- _TASK BRIEF_:
In the records that follow, locate every line with "before" and extract it.

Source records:
-- Opening Marker --
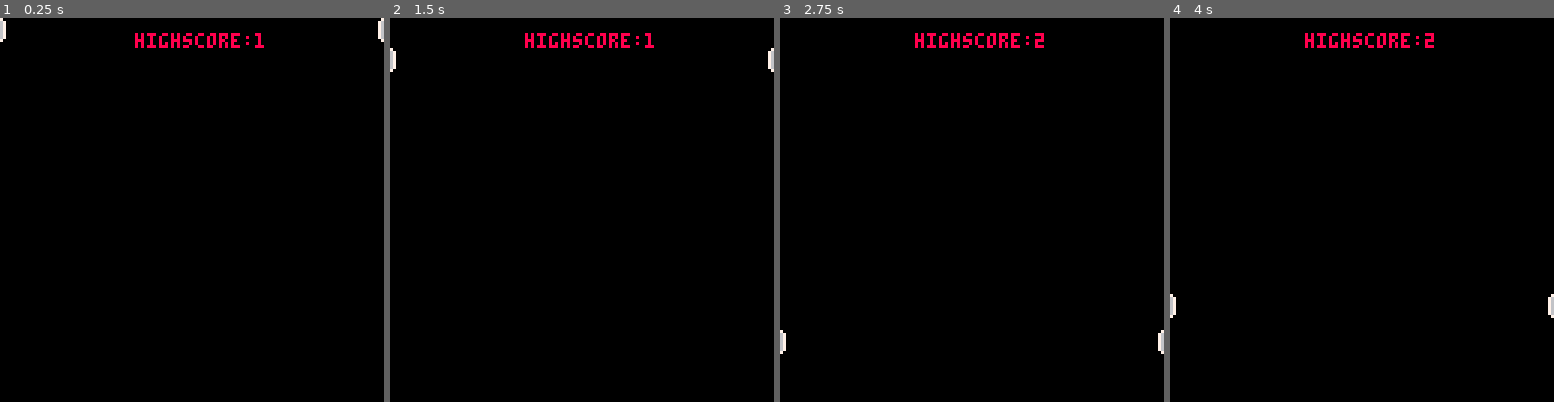
Above: before the commit, frames 1-4 (left to right).
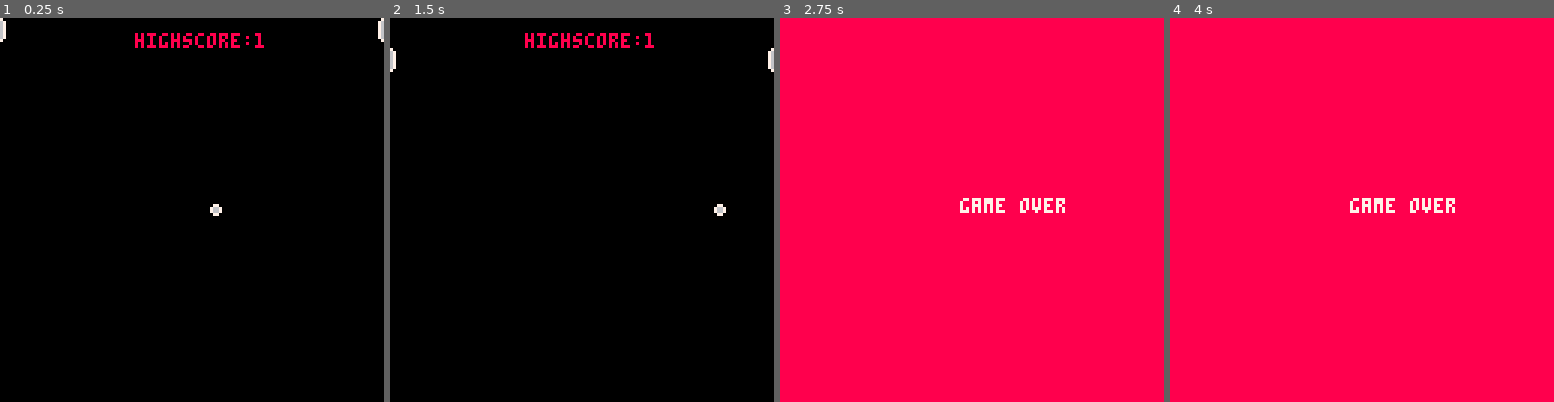
Above: after the commit, the same moments.

Repository: Ling-Lang/super_pong
Game: PICO-8 cartridge super_pong.p8
Two runs of this game, one before a commit and one after it. Both use one fixed random seed, a clock stepped at 60 frames per second and the inputs below.
Inputs:
- Up to frame 1 (0.25 s): no input
- Up to frame 2 (1.5 s): tap X (X key) at 0.33, 1.07 s; tap O (Z key) at 0.7 s
- Up to frame 3 (2.75 s): tap O (Z key) at 1.7, 2.1, 2.5 s; tap X (X key) at 1.85 s; hold Up 2.15-2.42 s
- Up to frame 4 (4 s): tap O (Z key) at 2.9, 3.3, 3.7 s; tap X (X key) at 2.97 s; hold Down 3.63-3.97 s

The runs differ from the first frame. In frame 1, less than 0.1% of the frame differs, in the area x 54-58%, y 48-52%; in frame 2, less than 0.1%; in frame 3, 99%, in the area x 0-100%, y 0-100%; in frame 4, 99%.

Commit message:
*.lua + super_pong.p8 -> Ball hinzugefügt + ball movement nach rechts

Diff:
--- a/movement.lua
+++ b/movement.lua
@@ -1,10 +1,12 @@
 function move()
     if btn(3) then player.speed=1end
     if btn(2) then player.speed=-1end
-    if(player.y<0) then player.y=120 player.score+=1end
+    if(player.y<0) then player.y=120end
     if(player.y>120) then player.y=0end
     if btn(4) then player.speed=-5end
     if btn(5) then player.speed=5end
     if(enemy.y<0) then enemy.y=120end
     if(enemy.y>120) then enemy.y=0end
+    if(ball.x>120) then player.score+=1end
+    if(ball.x<0) then player.score-=1end
 end
--- a/player_init.lua
+++ b/player_init.lua
@@ -12,6 +12,12 @@
     sp = 1,
     score = 1
 }
+ball = {
+    x = 60,
+    y = 60,
+    speedx = 1,
+    speedy = 1
+}
 function hs()
     print("highscore:", 45, 5, 136)
     print(player.score, 85, 5, 136)
--- a/super_pong.p8
+++ b/super_pong.p8
@@ -19,11 +19,13 @@
 	spr(1, player.x, player.y)
 	spr(2, 120, player.y)
 	if player.score > 3 then game_over()end
+	spr(3,ball.x,ball.y)
 	hs()
 end
 
 function _update()
 	move()
+ ball.x+=ball.speedx
 	player.y +=player.speed
 	enemy.y +=player.speed
 	player.speed=0
-- Closing Marker --
- _RESPONSE BELOW_:
Above: before the commit, frames 1-4 (left to right).
Two runs of this game, one before a commit and one after it. Both use one fixed random seed, a clock stepped at 60 frames per second and the inputs below.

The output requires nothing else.